This exercise calls for the records to be returned exactly, with images removed.

Data for this task
----------------------------------------

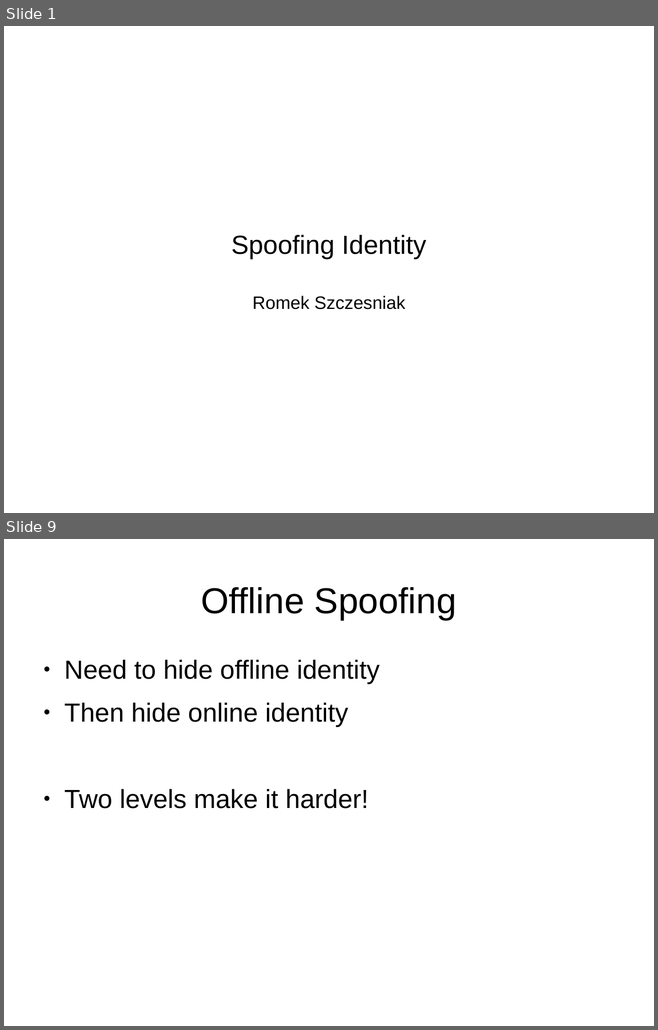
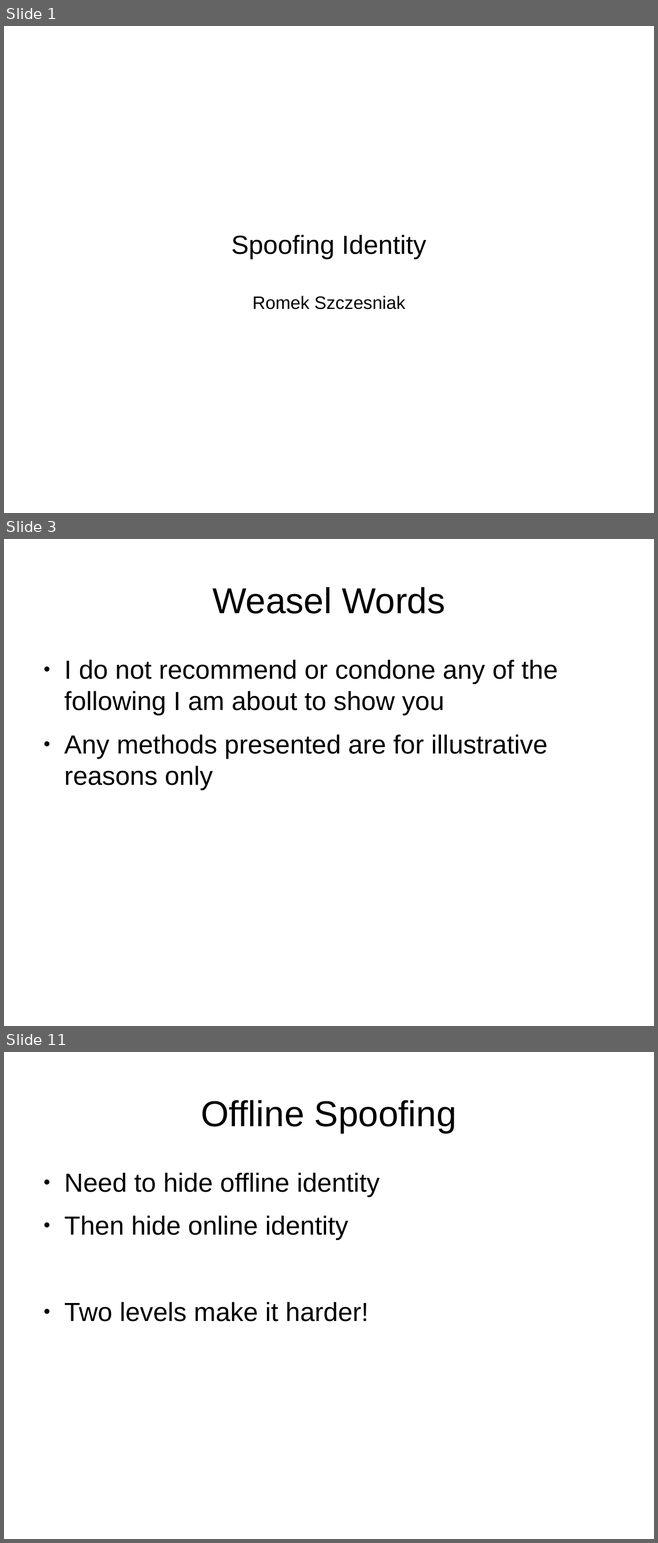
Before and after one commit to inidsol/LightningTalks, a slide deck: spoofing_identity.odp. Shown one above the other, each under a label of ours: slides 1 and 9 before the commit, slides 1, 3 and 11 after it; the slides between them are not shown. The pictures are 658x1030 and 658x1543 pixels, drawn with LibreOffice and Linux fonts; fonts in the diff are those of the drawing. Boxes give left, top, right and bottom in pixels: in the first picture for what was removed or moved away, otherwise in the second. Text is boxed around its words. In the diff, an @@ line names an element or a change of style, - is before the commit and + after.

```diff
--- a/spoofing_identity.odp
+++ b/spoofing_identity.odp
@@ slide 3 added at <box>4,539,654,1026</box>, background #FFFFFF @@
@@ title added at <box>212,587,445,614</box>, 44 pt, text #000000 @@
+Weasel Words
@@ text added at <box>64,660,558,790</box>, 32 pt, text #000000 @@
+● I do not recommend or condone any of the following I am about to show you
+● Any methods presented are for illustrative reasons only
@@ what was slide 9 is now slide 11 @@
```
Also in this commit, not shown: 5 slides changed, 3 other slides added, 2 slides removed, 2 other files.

----------------------------------------

Solution to the exercise
Before and after one commit to inidsol/LightningTalks, a slide deck: spoofing_identity.odp. Shown one above the other, each under a label of ours: slides 1 and 9 before the commit, slides 1, 3 and 11 after it; the slides between them are not shown. The pictures are 658x1030 and 658x1543 pixels, drawn with LibreOffice and Linux fonts; fonts in the diff are those of the drawing. Boxes give left, top, right and bottom in pixels: in the first picture for what was removed or moved away, otherwise in the second. Text is boxed around its words. In the diff, an @@ line names an element or a change of style, - is before the commit and + after.

```diff
--- a/spoofing_identity.odp
+++ b/spoofing_identity.odp
@@ slide 3 added at <box>4,539,654,1026</box>, background #FFFFFF @@
@@ title added at <box>212,587,445,614</box>, 44 pt, text #000000 @@
+Weasel Words
@@ text added at <box>64,660,558,790</box>, 32 pt, text #000000 @@
+● I do not recommend or condone any of the following I am about to show you
+● Any methods presented are for illustrative reasons only
@@ what was slide 9 is now slide 11 @@
```
Also in this commit, not shown: 5 slides changed, 3 other slides added, 2 slides removed, 2 other files.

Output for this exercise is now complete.